** Opening SOURCE DATA block **

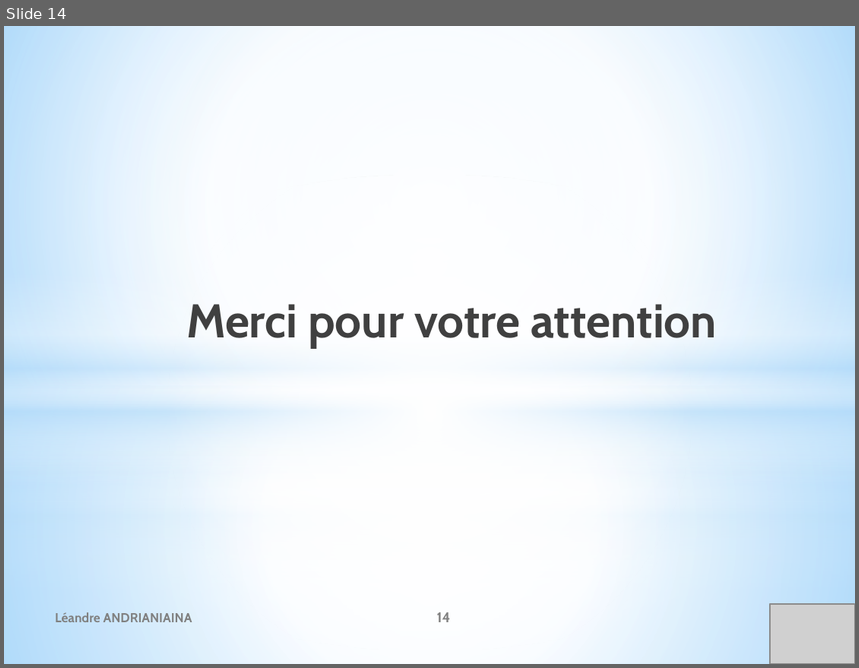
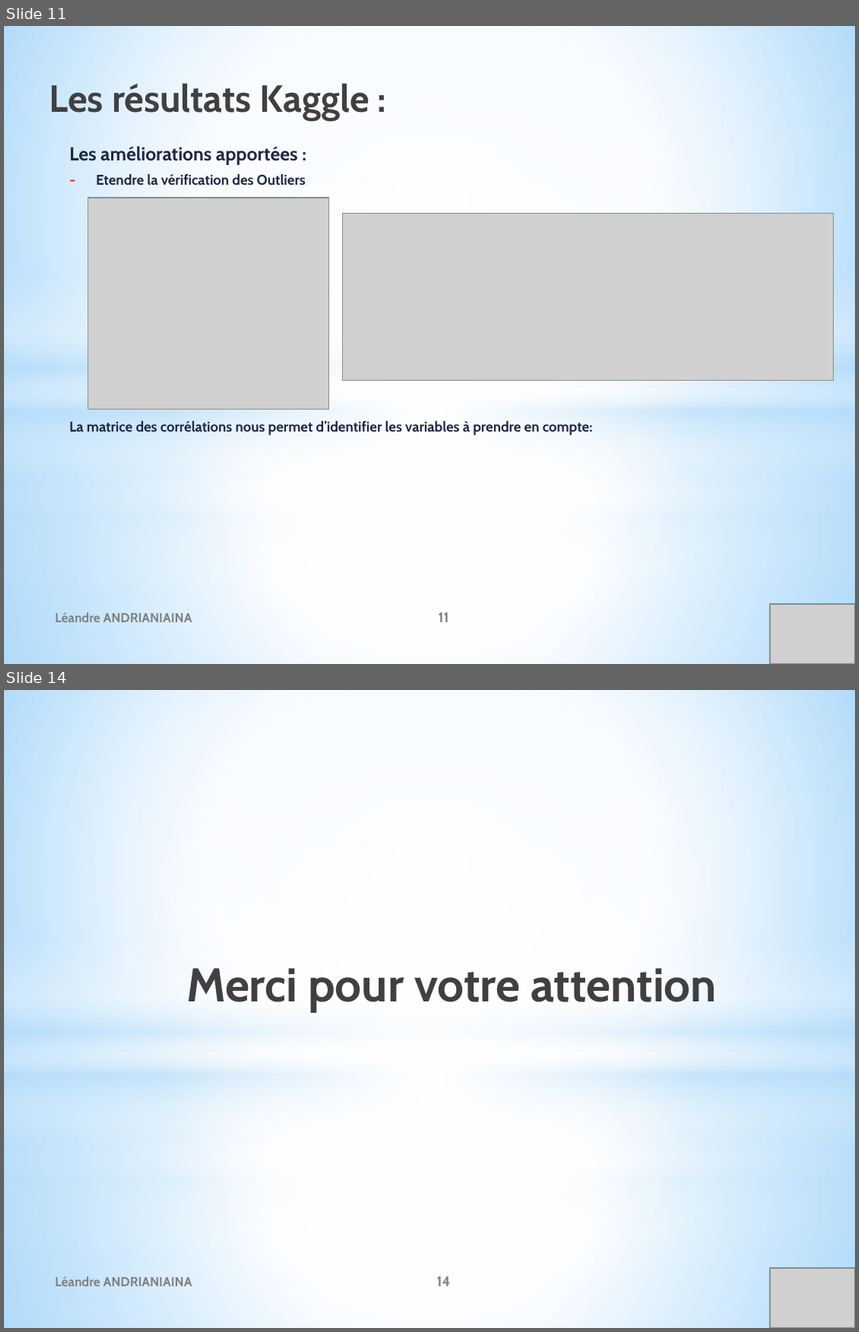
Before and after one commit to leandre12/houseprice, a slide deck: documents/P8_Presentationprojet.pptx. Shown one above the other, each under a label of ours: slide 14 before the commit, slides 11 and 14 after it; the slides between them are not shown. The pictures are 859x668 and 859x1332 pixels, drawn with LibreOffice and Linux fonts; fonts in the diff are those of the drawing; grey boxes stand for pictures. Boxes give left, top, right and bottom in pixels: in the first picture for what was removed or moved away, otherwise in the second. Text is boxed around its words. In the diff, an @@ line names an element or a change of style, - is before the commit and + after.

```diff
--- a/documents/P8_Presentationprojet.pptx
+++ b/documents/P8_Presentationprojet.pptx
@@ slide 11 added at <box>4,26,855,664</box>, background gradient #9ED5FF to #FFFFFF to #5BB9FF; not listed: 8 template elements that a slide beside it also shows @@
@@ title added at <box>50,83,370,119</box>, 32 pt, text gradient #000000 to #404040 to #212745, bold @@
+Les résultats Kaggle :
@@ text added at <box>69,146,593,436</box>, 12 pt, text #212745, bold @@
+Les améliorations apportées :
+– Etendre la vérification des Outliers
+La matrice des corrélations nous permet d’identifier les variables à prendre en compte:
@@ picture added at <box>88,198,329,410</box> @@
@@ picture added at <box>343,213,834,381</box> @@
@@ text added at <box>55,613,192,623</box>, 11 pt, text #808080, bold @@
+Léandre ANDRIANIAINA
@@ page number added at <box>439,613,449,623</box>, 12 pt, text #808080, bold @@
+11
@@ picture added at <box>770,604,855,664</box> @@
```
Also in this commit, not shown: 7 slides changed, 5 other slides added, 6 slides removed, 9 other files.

** Closing SOURCE DATA block **
** Opening SOURCE DATA block **

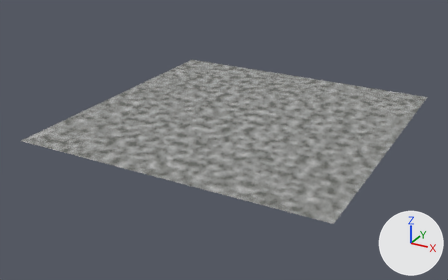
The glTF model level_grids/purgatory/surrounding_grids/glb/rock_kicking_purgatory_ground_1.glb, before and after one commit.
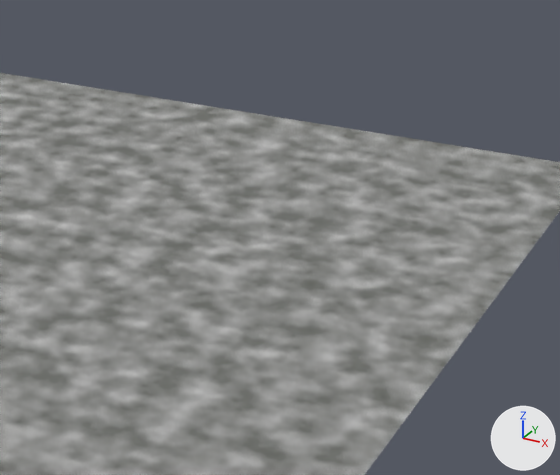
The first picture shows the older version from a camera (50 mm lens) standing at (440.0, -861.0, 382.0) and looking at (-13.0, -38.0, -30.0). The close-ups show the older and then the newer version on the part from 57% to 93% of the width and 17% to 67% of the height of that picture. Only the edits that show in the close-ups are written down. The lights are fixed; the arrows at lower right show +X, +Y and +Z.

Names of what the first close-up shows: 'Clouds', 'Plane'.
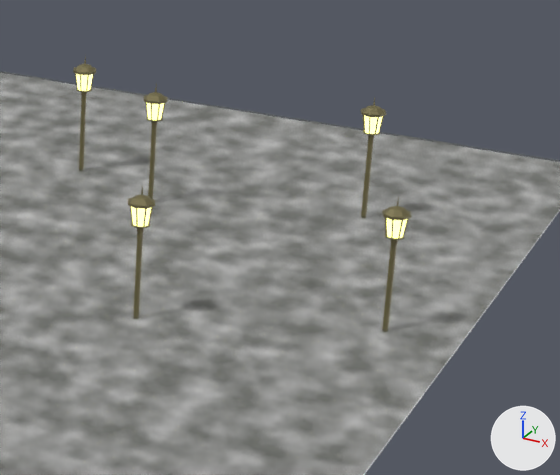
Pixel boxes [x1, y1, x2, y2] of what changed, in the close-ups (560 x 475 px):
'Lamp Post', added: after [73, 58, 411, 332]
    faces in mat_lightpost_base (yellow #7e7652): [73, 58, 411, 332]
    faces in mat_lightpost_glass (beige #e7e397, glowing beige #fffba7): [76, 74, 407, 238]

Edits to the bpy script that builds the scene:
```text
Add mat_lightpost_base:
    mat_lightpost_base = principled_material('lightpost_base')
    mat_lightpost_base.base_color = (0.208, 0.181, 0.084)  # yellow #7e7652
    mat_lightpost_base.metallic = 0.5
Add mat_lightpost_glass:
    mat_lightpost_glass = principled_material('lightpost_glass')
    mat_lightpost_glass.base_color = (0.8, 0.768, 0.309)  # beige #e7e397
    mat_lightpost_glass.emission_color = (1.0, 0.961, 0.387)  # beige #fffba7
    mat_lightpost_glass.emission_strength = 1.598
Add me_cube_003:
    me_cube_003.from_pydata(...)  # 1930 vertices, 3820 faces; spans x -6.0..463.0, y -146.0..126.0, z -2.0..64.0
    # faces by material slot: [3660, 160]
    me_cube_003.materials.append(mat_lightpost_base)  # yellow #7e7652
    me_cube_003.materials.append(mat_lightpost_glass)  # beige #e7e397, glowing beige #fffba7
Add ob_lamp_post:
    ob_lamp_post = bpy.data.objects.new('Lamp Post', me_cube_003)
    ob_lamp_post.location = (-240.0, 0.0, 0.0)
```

** Closing SOURCE DATA block **
** Opening SOURCE DATA block **

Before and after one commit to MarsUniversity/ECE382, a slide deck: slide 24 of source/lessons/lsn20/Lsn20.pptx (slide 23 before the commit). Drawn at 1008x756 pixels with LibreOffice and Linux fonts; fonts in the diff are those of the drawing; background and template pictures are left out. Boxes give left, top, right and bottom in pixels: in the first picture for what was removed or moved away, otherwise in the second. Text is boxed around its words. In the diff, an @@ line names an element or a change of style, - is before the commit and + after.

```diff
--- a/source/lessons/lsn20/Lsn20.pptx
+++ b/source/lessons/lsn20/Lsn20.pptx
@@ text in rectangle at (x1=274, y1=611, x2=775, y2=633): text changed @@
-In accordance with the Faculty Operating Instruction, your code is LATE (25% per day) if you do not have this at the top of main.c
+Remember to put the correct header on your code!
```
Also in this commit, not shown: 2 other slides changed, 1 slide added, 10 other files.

** Closing SOURCE DATA block **

Tally up the lines of the listing containing the word "glowing". Give only the total.

**THE COMPLETED TASK**: 2